Наталья Колесова - Северный ветер
Кидж-Кайя взглянула на Алькада с любопытством и щелчком пальцев заказала пива еще. Сказала Бено:
— Много знаешь.
Приняв ее слова как похвалу, Бено довольно блеснул белыми плотными зубами.
— Да уж, насмотрелись мы на оборотней при Карате! Ваши-то рядом с тамошними демонами — просто овечки невинные!
— И ты что, мстить им собираешься? — подал голос молчавший, по обыкновению, Джер.
— Не только, — Бено широко улыбнулся. — Слава и деньги тоже не помешают!
Кидж-Кайя отставила кружку.
— Да, заработать ты сможешь немало! Родные-друзья будут тебе совать выкуп, а враги — взятки, чтобы ты обвинил кого по ложному доносу… Готовь большой кошелек, парень! Ладно, я пошла!
Солдаты смотрели ей вслед. Двигалась Кидж-Кайя хоть и слегка нетвердо, но целеустремленно.
— Куда это наш мастер подалась на ночь глядя? — широко зевнул Алькад. — Ну, кто с утречка пойдет казнь смотреть?
— К оборотню она пошла, — сообщил Бено.
Алькад подавился неоконченным зевком:
— К к-какому еще оборотню?
— Тому самому. По разрешению суда Ловец проводит с оборотнем его последнюю ночь.
— Зачем?
Бено пожал плечами.
— Спроси у нее. Кто пива еще будет?
— Башня Песен?
Задрав голову, Джер рассматривал стены полу-разрушенной башни. Вместо крыши — серые дыры, в которые сочится мелкий нудный холодный дождь. Вдоль закругленной облупившейся внутренней стены идет лестница, напоминающая челюсть с искрошившимися, а кое-где — и выбитыми зубами. Кидж-Кайя с привычной небрежностью начала по ней подниматься.
— Ветры, — говорила она. — Здесь поют ветры. Каждый ветер приходит со своей песней. Хочешь — слушай. Не хочешь — убирайся. Я взяла тебя, потому что ты не болтаешь без умолку, как южанин, и не пристаешь с вопросами об оборотнях, как Бено…
У Джера екнуло сердце — ее нога сорвалась в пустоту. Но Кидж-Кайя выровнялась с почти презрительной небрежностью, пошла дальше, скользя пальцами по обшарпанной стене. Похоже, она совсем не боялась высоты и пустоты, все больше отдалявших ее от такой надежной земли…
Остановилась на последней площадке — дальше идти было просто некуда. Ветер толчком ударил в грудь, заставив попятиться. Кидж-Кайя, раскинув руки, балансировала на самом краю. Джер слышал, как она смеется. Он решил, что не в силах смотреть на крошечную фигуру, точно летящую в изъеденной временем паутине башни… Опустил голову — и немедленно обернулся на звук, раздавшийся за спиной — то ли возглас, то ли оклик. Никого не было. Снова звук — выше, снова. И снова… Звуки налетали с каждым порывом ветра, с ним же и стихали.
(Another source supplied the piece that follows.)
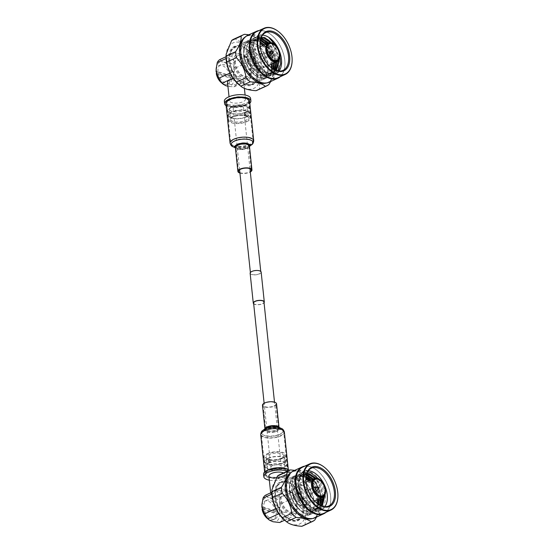 <?xml version="1.0" encoding="UTF-8"?>
<svg xmlns="http://www.w3.org/2000/svg" width="554" height="554" viewBox="0 0 554 554"><rect width="100%" height="100%" fill="white"/><g stroke="black" fill="none" stroke-linecap="round" stroke-linejoin="round"><path stroke-width="0.42" stroke-dasharray="2.77 2.08" d="M252.084 271.515A5.215 2.022 174 0 0 250.463 273.226A5.215 2.022 174 0 0 253.69 274.736A5.215 2.022 174 0 0 259.21 273.842A5.215 2.022 174 0 0 260.83 272.132A5.215 2.022 174 0 0 257.603 270.622A5.215 2.022 174 0 0 252.084 271.515M234.82 107.227A5.215 2.022 174 0 0 233.192 108.937A5.215 2.022 174 0 0 236.419 110.447A5.215 2.022 174 0 0 241.939 109.553A5.215 2.022 174 0 0 243.566 107.85A5.215 2.022 174 0 0 240.339 106.333A5.215 2.022 174 0 0 234.82 107.227M253.677 303.814A5.54 2.147 174 0 0 262.568 303.786A5.54 2.147 174 0 0 264.05 302.726M250.138 273.261A5.54 2.147 174 0 0 253.566 274.867A5.54 2.147 174 0 0 259.431 273.911A5.54 2.147 174 0 0 261.156 272.097M272.492 465.672A5.215 2.022 174 0 0 270.871 467.382A5.215 2.022 174 0 0 274.091 468.892A5.215 2.022 174 0 0 279.611 467.998A5.215 2.022 174 0 0 281.238 466.288A5.215 2.022 174 0 0 278.011 464.778A5.215 2.022 174 0 0 272.492 465.672M253.6 303.093A5.215 2.022 174 0 0 256.827 304.603A5.215 2.022 174 0 0 262.347 303.71A5.215 2.022 174 0 0 263.974 302.006M269.805 462.922L269.112 462.992L269.459 459.626L270.227 459.578L269.805 462.922M268.496 459.314L268.143 462.68L268.842 462.604L269.258 459.259L268.496 459.314M268.351 453.871A9.619 3.733 174 0 0 266.398 458.49A9.619 3.733 174 0 0 281.487 458.158A9.619 3.733 174 0 0 283.759 456.669A9.619 3.733 174 0 0 280.359 452.445A9.619 3.733 174 0 0 268.351 453.871M281.037 458.691A8.85 3.435 -6 0 1 267.153 459.003A8.85 3.435 -6 0 1 266.183 457.646A8.85 3.435 -6 0 1 268.946 454.751A8.85 3.435 -6 0 1 278.316 453.227A8.85 3.435 -6 0 1 283.793 455.797A8.85 3.435 -6 0 1 283.129 457.32A8.85 3.435 -6 0 1 281.037 458.691M267.471 453.587A10.907 4.231 -6 0 1 279.015 451.718A10.907 4.231 -6 0 1 285.76 454.876A10.907 4.231 -6 0 1 282.36 458.449A10.907 4.231 -6 0 1 270.816 460.319A10.907 4.231 -6 0 1 264.071 457.154A10.907 4.231 -6 0 1 267.471 453.587M267.963 458.29A10.907 4.231 -6 0 1 279.507 456.42A10.907 4.231 -6 0 1 286.259 459.578A10.907 4.231 -6 0 1 282.859 463.151A10.907 4.231 -6 0 1 271.315 465.021A10.907 4.231 -6 0 1 264.563 461.863A10.907 4.231 -6 0 1 267.963 458.29M268.461 462.999A10.907 4.231 -6 0 1 280.005 461.122A10.907 4.231 -6 0 1 286.75 464.287A10.907 4.231 -6 0 1 283.35 467.853A10.907 4.231 -6 0 1 271.806 469.723A10.907 4.231 -6 0 1 265.061 466.565A10.907 4.231 -6 0 1 268.461 462.999M269.251 470.519A10.907 4.231 -6 0 1 280.795 468.649A10.907 4.231 -6 0 1 287.54 471.814A10.907 4.231 -6 0 1 284.14 475.38A10.907 4.231 -6 0 1 272.596 477.25A10.907 4.231 -6 0 1 265.851 474.092A10.907 4.231 -6 0 1 269.251 470.519M289.264 470.311A13.213 5.125 -6 0 1 289.839 471.572A13.213 5.125 -6 0 1 285.719 475.893A13.213 5.125 -6 0 1 271.73 478.164A13.213 5.125 -6 0 1 263.552 474.335M287.304 471.205A13.213 5.125 -6 0 1 290.088 473.919A13.213 5.125 -6 0 1 285.968 478.247A13.213 5.125 -6 0 1 269.327 480.179M268.905 476.149A8.081 3.137 174 0 0 273.905 478.49A8.081 3.137 174 0 0 282.464 477.105A8.081 3.137 174 0 0 284.985 474.459A8.081 3.137 174 0 0 283.558 472.922M284.389 495.449A8.081 3.137 174 0 0 286.91 492.804A8.081 3.137 174 0 0 281.91 490.463A8.081 3.137 174 0 0 273.351 491.848A8.081 3.137 174 0 0 270.83 494.493A8.081 3.137 174 0 0 275.837 496.834A8.081 3.137 174 0 0 284.389 495.449M296.168 504.237A11.544 6.98 -114.6 0 1 293.094 512.159A11.544 6.98 -114.6 0 1 280.4 499.092A11.544 6.98 -114.6 0 1 283.475 491.163A11.544 6.98 -114.6 0 1 296.168 504.237M296.909 503.891A11.544 6.98 -114.6 0 1 293.842 511.82A11.544 6.98 -114.6 0 1 281.148 498.745A11.544 6.98 -114.6 0 1 284.216 490.823A11.544 6.98 -114.6 0 1 296.909 503.891M261.945 505.754A10.263 6.205 -114.6 0 1 264.68 501.19A10.263 6.205 -114.6 0 1 275.83 511.854L276.758 511.425A10.263 6.205 -114.6 0 1 276.889 512.381A10.263 6.205 -114.6 0 1 276.958 513.309L276.024 513.738A10.263 6.205 -114.6 0 1 273.233 519.853A10.263 6.205 -114.6 0 1 267.894 518.876M277.824 511.951A10.263 6.205 -114.6 0 1 275.089 519.001A10.263 6.205 -114.6 0 1 263.808 507.381A10.263 6.205 -114.6 0 1 266.536 500.338A10.263 6.205 -114.6 0 1 277.824 511.951M262.388 509.043L263.012 508.759A10.263 6.205 -114.6 0 1 262.88 507.803A10.263 6.205 -114.6 0 1 262.818 506.875L262.097 507.208M282.097 468.809A8.85 3.435 -6 0 1 272.727 470.325A8.85 3.435 -6 0 1 267.25 467.763A8.85 3.435 -6 0 1 270.013 464.861A8.85 3.435 -6 0 1 279.382 463.345A8.85 3.435 -6 0 1 284.86 465.914A8.85 3.435 -6 0 1 282.097 468.809M268.406 458.435A10.263 3.982 -6 0 1 279.264 456.669A10.263 3.982 -6 0 1 285.622 459.647A10.263 3.982 -6 0 1 282.415 463.006A10.263 3.982 -6 0 1 271.557 464.771A10.263 3.982 -6 0 1 265.207 461.794A10.263 3.982 -6 0 1 268.406 458.435M268.898 463.137A10.263 3.982 -6 0 1 279.763 461.378A10.263 3.982 -6 0 1 286.113 464.349A10.263 3.982 -6 0 1 282.914 467.714A10.263 3.982 -6 0 1 272.049 469.473A10.263 3.982 -6 0 1 265.698 466.496A10.263 3.982 -6 0 1 268.898 463.137M275.83 511.854L262.118 507.381M262.084 509.181L276.024 513.738M278.842 513.759L282.602 512.034L287.554 512.775A13.151 7.95 -114.6 0 1 279.805 501.446L279.237 507.111L275.85 508.662M265.574 495.186L268.621 497.596L277.194 498.974L291.75 492.305L289.022 490.546A13.151 7.95 -114.6 0 1 296.764 501.876L295.116 497.229L280.559 503.898L279.438 511.238L279.708 513.814L282.201 519.5L296.75 512.831L297.325 507.166A13.151 7.95 -114.6 0 1 291.494 514.064L294.222 515.829L284.624 520.22M291.494 514.064L287.554 512.775M271.876 494.133L277.596 491.509L279.251 496.155A13.151 7.95 -114.6 0 1 285.081 489.258L280.13 488.517L271.834 492.312M279.805 501.446L279.251 496.155M285.081 489.258L289.022 490.546M296.764 501.876L297.325 507.166M279.708 513.814A12.908 7.798 -114.6 0 1 273.011 521.743M271.093 521.113A12.908 7.798 -114.6 0 1 268.953 519.784M261.938 504.41A12.908 7.798 -114.6 0 1 268.621 497.596M270.539 498.219A12.908 7.798 -114.6 0 1 279.438 511.238M291.75 492.305A15.394 9.3 -114.6 0 1 295.116 497.229M280.559 503.898A15.394 9.3 65.4 0 0 277.194 498.974M277.596 491.509A15.394 9.3 -114.6 0 1 280.13 488.517M282.602 512.034A15.394 9.3 -114.6 0 1 279.237 507.111M296.75 512.831A15.394 9.3 -114.6 0 1 294.222 515.829M279.666 522.498A15.394 9.3 65.4 0 0 282.201 519.5M275.428 496.883A19.923 12.043 65.4 0 0 290.151 519.292A19.923 12.043 65.4 0 0 302.629 505.76A19.923 12.043 65.4 0 0 290.504 484.702A19.923 12.043 65.4 0 0 276.148 488.739A19.923 12.043 65.4 0 0 275.428 496.883M303.661 505.608A20.526 12.403 -114.6 0 1 290.808 519.555A20.526 12.403 -114.6 0 1 275.636 496.467A20.526 12.403 -114.6 0 1 276.377 488.067A20.526 12.403 -114.6 0 1 291.169 483.919A20.526 12.403 -114.6 0 1 303.661 505.608M303.883 505.684A20.851 12.597 -114.6 0 1 302.47 515.781A20.851 12.597 -114.6 0 1 287.297 517.872A20.851 12.597 -114.6 0 1 275.414 496.391A20.851 12.597 -114.6 0 1 286.854 481.703A20.851 12.597 -114.6 0 1 303.883 505.684M303.627 506.037A21.294 12.874 -114.6 0 1 302.186 516.356A21.294 12.874 -114.6 0 1 286.681 518.496A21.294 12.874 -114.6 0 1 274.549 496.55A21.294 12.874 -114.6 0 1 286.231 481.544A21.294 12.874 -114.6 0 1 303.627 506.037M285.448 520.892A25.02 15.117 65.4 0 0 306.161 506.868A25.02 15.117 65.4 0 0 288.405 479.037A25.02 15.117 65.4 0 0 271.869 491.253M314.693 520.116L305.212 524.458C304.825 520.31 306.639 515.137 310.669 508.946A28.095 16.98 65.4 0 0 310.496 506.536A28.095 16.98 65.4 0 0 309.949 502.977C304.513 497.312 301.272 490.629 300.233 482.922A28.095 16.98 65.4 0 0 296.058 478.794C288.8 478.289 283.745 476.772 280.885 474.245A28.095 16.98 65.4 0 0 279.611 474.73M300.233 482.922L309.714 478.58C315.157 484.265 318.398 490.948 319.429 498.635A28.095 16.98 -114.6 0 1 319.977 502.187A28.095 16.98 -114.6 0 1 320.143 504.604L310.669 508.946M319.429 498.635L309.949 502.977M309.714 478.58A28.095 16.98 65.4 0 0 305.531 474.446L296.058 478.794M305.531 474.446L294.686 470.367M290.358 469.903L280.885 474.245M303.017 525.815A28.095 16.98 65.4 0 0 305.212 524.458M316.521 517.09L320.17 506.418L320.143 504.604M312.027 518.613A25.401 15.353 65.4 0 0 313.329 518.129A25.401 15.353 65.4 0 0 320.226 505.234A25.401 15.353 65.4 0 0 320.087 500.698A25.401 15.353 65.4 0 0 306.431 475.138A25.401 15.353 65.4 0 0 292.166 471.939A25.401 15.353 65.4 0 0 290.947 472.61M300.379 514.472A25.401 15.353 65.4 0 0 314.534 517.574A25.401 15.353 65.4 0 0 321.292 500.144A25.401 15.353 65.4 0 0 293.371 471.392A25.401 15.353 65.4 0 0 286.48 484.141M314.797 491.426A2.119 1.281 -114.6 0 1 313.294 489.071A2.119 1.281 -114.6 0 1 313.349 488.268M314.132 487.548A2.119 1.281 -114.6 0 1 316.182 490.013A2.119 1.281 -114.6 0 1 315.856 491.301M314.977 517.796A25.789 15.581 65.4 0 0 321.839 500.103A25.789 15.581 65.4 0 0 293.488 470.914M307.345 491.793A2.119 1.281 -114.6 0 1 307.913 490.338A2.119 1.281 -114.6 0 1 310.24 492.735A2.119 1.281 -114.6 0 1 309.672 494.189A2.119 1.281 -114.6 0 1 307.345 491.793M325.987 512.325A25.789 15.581 65.4 0 0 330.71 500.705A25.789 15.581 65.4 0 0 330.572 496.1A25.789 15.581 65.4 0 0 316.715 470.152A25.789 15.581 65.4 0 0 304.825 466.143M309.146 495.601A3.643 2.202 -114.6 0 1 306.307 491.453A3.643 2.202 -114.6 0 1 308.44 488.926A3.643 2.202 -114.6 0 1 309.319 489.411A3.643 2.202 -114.6 0 1 311.3 493.725A3.643 2.202 -114.6 0 1 309.146 495.601M323.827 513.316A25.401 15.353 65.4 0 0 330.724 500.421A25.401 15.353 65.4 0 0 330.586 495.885A25.401 15.353 65.4 0 0 316.936 470.325A25.401 15.353 65.4 0 0 302.664 467.133M311.272 493.219A3.899 2.354 -114.6 0 1 311.293 493.919A3.899 2.354 -114.6 0 1 310.233 495.899A3.899 2.354 -114.6 0 1 308.98 495.927A3.899 2.354 -114.6 0 1 305.947 491.481A3.899 2.354 -114.6 0 1 306.978 488.801A3.899 2.354 -114.6 0 1 308.232 488.773A3.899 2.354 -114.6 0 1 309.174 489.293A3.899 2.354 -114.6 0 1 311.272 493.219M337.892 497A25.401 15.353 65.4 0 0 337.746 492.603A25.401 15.353 65.4 0 0 324.201 467.133M298.537 499.05A3.899 2.354 65.4 0 0 294.25 494.639A3.899 2.354 65.4 0 0 293.211 497.312A3.899 2.354 65.4 0 0 297.498 501.73A3.899 2.354 65.4 0 0 298.537 499.05M302.006 500.186A8.982 5.429 65.4 0 0 292.131 490.02A8.982 5.429 65.4 0 0 289.742 496.183A8.982 5.429 65.4 0 0 299.617 506.349A8.982 5.429 65.4 0 0 302.006 500.186M317.324 503.524A20.782 12.562 -114.6 0 1 317.103 503.357A20.782 12.562 -114.6 0 1 305.933 482.444A20.782 12.562 -114.6 0 1 305.822 478.725A20.782 12.562 -114.6 0 1 305.836 478.448M324.824 506.661A20.782 12.562 -114.6 0 1 321.715 509.202A20.782 12.562 -114.6 0 1 315.06 509.361A20.782 12.562 -114.6 0 1 310.039 506.591A20.782 12.562 -114.6 0 1 298.869 485.678A20.782 12.562 -114.6 0 1 298.758 481.966A20.782 12.562 -114.6 0 1 304.402 471.412A20.782 12.562 -114.6 0 1 308.356 470.72M320.184 479.875A10.263 6.205 -114.6 0 1 325.551 490.082A10.263 6.205 -114.6 0 1 325.613 491.723M306.777 473.691L302.643 474.196L300.192 476.115L297.976 487.049L303.35 500.47L313.329 508.427L319.596 508.198L322.283 506.176M322.837 497.118L317.961 482.354L314.72 478.296M306.32 475.18L300.393 475.228L297.941 477.146L295.718 488.088L301.092 501.502L311.071 509.465L317.338 509.237L319.983 507.229L321.05 505.719M320.579 498.15L315.704 483.386L312.442 479.307M305.967 477.077L304.028 476.205L298.135 476.26L295.684 478.178L293.461 489.12L298.835 502.533L308.813 510.497L315.081 510.269L317.726 508.26L319.61 505.019M313.446 484.425L313.446 483.926L312.705 484.535L313.446 484.425L310.185 480.339M307.567 471.939L301.293 474.674L298.738 482.402L301.757 495.955L310.919 507.235C294.68 497.554 294.451 465.422 309.942 471.897C317.262 474.176 324.789 485.553 325.468 495.685C325.648 506.993 321.431 511.854 312.795 510.269C300.538 507.332 291.009 482.873 298.585 475.09C304.271 470.014 310.732 472.271 317.954 481.855C324.173 492.651 324.921 501.654 320.205 508.884C313.121 518.454 295.227 503.898 293.89 488.032C293.329 476.897 297.179 472.209 305.434 473.968C312.747 476.246 320.274 487.624 320.953 497.755C323.024 514.299 307.075 518.253 297.45 503.669C290.864 493.053 289.735 484.217 294.07 477.16C299.756 472.084 306.217 474.335 313.446 483.926M325.053 494.611L318.481 478.767M306.958 473.213L303.516 473.795L301.064 475.713L298.668 484.452L302.041 496.799L310.919 507.235M298.668 484.452A18.988 11.475 65.4 0 0 298.793 486.675A18.988 11.475 65.4 0 0 309 505.781A18.988 11.475 65.4 0 0 313.592 508.309A18.988 11.475 65.4 0 0 319.672 508.17A18.988 11.475 65.4 0 0 321.639 506.82M296.48 492.409A10.263 6.205 -114.6 0 1 299.215 485.366A10.263 6.205 -114.6 0 1 310.496 496.98A10.263 6.205 -114.6 0 1 307.761 504.029A10.263 6.205 -114.6 0 1 296.48 492.409M317.871 503.925A18.988 11.475 -114.6 0 1 312.975 511.231A18.988 11.475 -114.6 0 1 292.346 491.474L292.373 482.513L295.206 477.534L300.081 475.789L305.891 477.714M309.513 480.643L312.705 484.535M292.346 491.474L297.443 503.171L307.428 511.134L313.689 510.906L316.341 508.897L318.612 504.424M319.194 498.787L314.319 484.023L311.05 479.937M306.085 476.295L304.901 475.81L299.001 475.865L296.549 477.783L294.326 488.725L299.7 502.139L309.686 510.102L315.946 509.874L318.598 507.866L320.184 505.324M321.452 497.755L316.576 482.991L313.308 478.905M306.494 474.563L301.258 474.833L298.807 476.752L296.584 487.686L301.958 501.107L311.944 509.064L318.204 508.835L321.549 505.92M323.702 496.564L318.834 481.959L315.801 478.116M308.488 481.114A19.757 11.939 -114.6 0 1 316.978 499.099A19.757 11.939 -114.6 0 1 317.04 499.777M317.04 503.295A19.757 11.939 -114.6 0 1 311.722 512.658A19.757 11.939 -114.6 0 1 289.998 490.29A19.757 11.939 -114.6 0 1 295.261 476.731A19.757 11.939 -114.6 0 1 305.822 478.815M307.131 478.559A20.782 12.562 65.4 0 0 306.784 478.282A20.782 12.562 65.4 0 0 289.576 489.937A20.782 12.562 65.4 0 0 304.333 513.059A20.782 12.562 65.4 0 0 318.072 502.914A20.782 12.562 65.4 0 0 318.093 502.236M317.975 499.348A20.782 12.562 65.4 0 0 317.954 499.196A20.782 12.562 65.4 0 0 309.423 480.685M312.941 484.653A18.988 11.475 -114.6 0 1 318.031 498.198A18.988 11.475 -114.6 0 1 318.121 499.279M313.502 500.691A19.757 11.939 65.4 0 0 291.778 478.324A19.757 11.939 65.4 0 0 286.522 491.89A19.757 11.939 65.4 0 0 308.239 514.25A19.757 11.939 65.4 0 0 313.502 500.691M318.003 499.209A20.851 12.597 -114.6 0 1 312.449 513.523A20.851 12.597 -114.6 0 1 289.534 489.923A20.851 12.597 -114.6 0 1 295.081 475.616A20.851 12.597 -114.6 0 1 318.003 499.209M307.02 498.572A10.263 6.205 -114.6 0 1 304.284 505.622A10.263 6.205 -114.6 0 1 293.004 494.002A10.263 6.205 -114.6 0 1 295.739 486.959A10.263 6.205 -114.6 0 1 307.02 498.572M314.187 500.961A20.851 12.597 -114.6 0 1 308.64 515.268A20.851 12.597 -114.6 0 1 285.726 491.668A20.851 12.597 -114.6 0 1 291.272 477.361A20.851 12.597 -114.6 0 1 314.187 500.961M306.964 498.6A10.263 6.205 65.4 0 0 295.684 486.98A10.263 6.205 65.4 0 0 292.948 494.029A10.263 6.205 65.4 0 0 304.236 505.643A10.263 6.205 65.4 0 0 306.964 498.6M262.818 506.875L276.758 511.425M263.012 508.759L276.958 513.309M267.111 402.439A6.419 2.493 -6 0 1 275.892 403.88A6.419 2.493 -6 0 1 271.896 406.657A6.419 2.493 -6 0 1 263.122 405.216A6.419 2.493 -6 0 1 267.111 402.439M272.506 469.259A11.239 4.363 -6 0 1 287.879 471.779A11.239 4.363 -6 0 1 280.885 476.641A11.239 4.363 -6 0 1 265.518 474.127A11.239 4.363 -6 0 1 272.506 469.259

Пока не превратились в почти непрерывную музыку — или песню.
Песню Северного ветра.
— Зачем ты ходишь к оборотням перед казнью?
Джер сидел, прислонившись спиной к стене — для надежности. Он все же поднялся следом, бранясь и оскальзываясь. Давя сапогами свой собственный страх.
Кидж-Кайя подала ему кусок хлеба. Джер подержал в руке, есть не стал. Ловец глотнула из фляжки.
— Даю им возможность исповедаться.
Джер хмыкнул.
— То ли ты священник?
Кидж-Кайя криво усмехнулась.
— Я больше, чем священник — я ведь прихожу до него.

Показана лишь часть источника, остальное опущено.